More Newman for reflection, against the modernist heresies

I could not resist. Here is more Newman from the Oxford Sermons against relativism and the fallacy that Catholicism has nothing to do with governments, which is the Masonic idea that religion has no place in the public sphere of politics.

And others, not being able to acquiesce in the unimportance of doctrinal truth, yet perplexed at the difficulties in the course of human affairs, which follow on the opposite view, accustom themselves gratuitously to distinguish between their public and private duties, and to judge of them by separate rules. These are often such as begin by assuming some extravagant or irrelevant test for ascertaining the existence of religious principle in others, and so are led to think it is nowhere to be found, not in the true Church more than in the sects which surround it; and thus, regarding all men (to speak generally) as equally far from the Truth, and strangers to that divine regeneration which Christ bestows on His elect few, and, on the other hand, seeing that men, as cast together in society, must cooperate on some or other principles, they drop the strict principles of Scripture in their civil relations, give no preference to those who honour the Church over those who profess opinions disrespectful towards it; perhaps take up the notion that the State, as such, has nothing to do with the subject of religion; praise and blame according to a different standard from that which Christianity reveals; and all this while cherish, perhaps, in their secret thoughts a definite creed, rigid in its decisions, stimulating in its influence, in spite of the mildness, and submissiveness, and liberality of sentiment, which their public mode of speaking and acting seems to evidence. {131}

And, he warns us against the rising neo-paganism and even New Age junk-religion.

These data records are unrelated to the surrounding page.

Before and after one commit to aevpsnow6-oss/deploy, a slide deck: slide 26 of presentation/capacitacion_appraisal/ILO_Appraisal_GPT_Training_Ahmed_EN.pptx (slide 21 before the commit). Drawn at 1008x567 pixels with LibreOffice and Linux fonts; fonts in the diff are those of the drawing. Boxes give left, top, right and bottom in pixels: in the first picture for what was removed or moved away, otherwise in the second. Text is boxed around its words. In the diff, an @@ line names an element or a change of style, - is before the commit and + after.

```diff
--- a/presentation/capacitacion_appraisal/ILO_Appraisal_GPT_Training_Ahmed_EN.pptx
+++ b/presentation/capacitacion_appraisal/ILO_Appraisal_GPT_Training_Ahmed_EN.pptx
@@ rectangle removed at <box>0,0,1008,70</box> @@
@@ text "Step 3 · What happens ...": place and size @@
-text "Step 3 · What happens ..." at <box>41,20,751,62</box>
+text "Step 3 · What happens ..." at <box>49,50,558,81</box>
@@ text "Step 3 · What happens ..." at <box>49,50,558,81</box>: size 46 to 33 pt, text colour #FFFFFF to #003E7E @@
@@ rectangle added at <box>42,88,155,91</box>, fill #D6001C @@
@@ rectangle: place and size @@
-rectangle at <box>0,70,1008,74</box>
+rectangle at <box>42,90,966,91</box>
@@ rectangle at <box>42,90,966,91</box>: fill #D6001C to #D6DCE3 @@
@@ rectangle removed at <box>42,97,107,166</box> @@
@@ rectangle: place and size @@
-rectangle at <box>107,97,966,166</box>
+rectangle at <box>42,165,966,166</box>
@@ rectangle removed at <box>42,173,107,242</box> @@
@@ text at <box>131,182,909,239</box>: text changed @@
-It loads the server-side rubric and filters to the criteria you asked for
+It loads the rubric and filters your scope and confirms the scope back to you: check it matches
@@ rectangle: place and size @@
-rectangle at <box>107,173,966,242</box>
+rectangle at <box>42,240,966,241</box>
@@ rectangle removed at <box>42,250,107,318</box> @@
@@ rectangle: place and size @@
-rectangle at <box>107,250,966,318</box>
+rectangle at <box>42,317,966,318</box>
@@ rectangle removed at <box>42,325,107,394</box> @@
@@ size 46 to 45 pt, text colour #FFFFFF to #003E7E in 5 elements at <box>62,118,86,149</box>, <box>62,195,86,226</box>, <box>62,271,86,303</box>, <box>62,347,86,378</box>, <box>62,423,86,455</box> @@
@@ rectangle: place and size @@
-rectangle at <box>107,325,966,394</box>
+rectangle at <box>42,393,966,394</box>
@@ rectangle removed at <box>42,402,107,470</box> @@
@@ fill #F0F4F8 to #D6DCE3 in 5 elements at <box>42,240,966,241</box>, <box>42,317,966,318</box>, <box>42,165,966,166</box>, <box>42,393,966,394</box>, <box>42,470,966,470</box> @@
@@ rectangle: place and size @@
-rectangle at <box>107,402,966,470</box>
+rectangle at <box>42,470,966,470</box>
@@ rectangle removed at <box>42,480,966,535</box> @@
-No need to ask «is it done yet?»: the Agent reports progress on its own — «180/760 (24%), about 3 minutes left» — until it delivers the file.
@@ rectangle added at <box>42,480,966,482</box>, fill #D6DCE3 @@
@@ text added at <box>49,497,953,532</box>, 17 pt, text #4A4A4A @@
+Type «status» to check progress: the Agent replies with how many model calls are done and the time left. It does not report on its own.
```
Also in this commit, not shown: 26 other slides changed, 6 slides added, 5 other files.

The world really brings no new argument to its aid,—nothing beyond its own assertion. In the very outset Christians allow that its teaching is contrary to Revelation, and not to be taken as authority; nevertheless, afterwards, this mere unargumentative teaching, which, when viewed in theory, formed no objection to the truth of the Inspired Word, yet, when actually heard in the intercourse of life, converts them, more or less, to the service of the "prince of the power of the air, the spirit which now worketh in the children of disobedience." It assails their imagination. The world sweeps by in long procession;—its principalities and powers, its Babel of languages, the astrologers of Chaldæa, the horse and its rider and the chariots of Egypt, Baal and Ashtoreth and their false worship; and those who witness, feel its fascination; they flock after it; with a strange fancy, they ape its gestures, and dote upon its mummeries; and then, should they perchance fall in with the simple solemn services of Christ's Church, and hear her witnesses going the round of Gospel truths as when they left them: "I am the Way, the Truth, and the Life;" "Be sober, be vigilant;" "Strait is the gate, narrow the way;" "If any man will come after Me, let him deny himself;" "He is despised and rejected of men, a Man of sorrows and acquainted with grief:"—how utterly unreal do these appear, and the preachers of them, how irrational, how puerile!—how extravagant in their opinions, how weak in their reasoning!—and if they profess to pity and {133} bear with them, how nearly does their compassion border on contempt!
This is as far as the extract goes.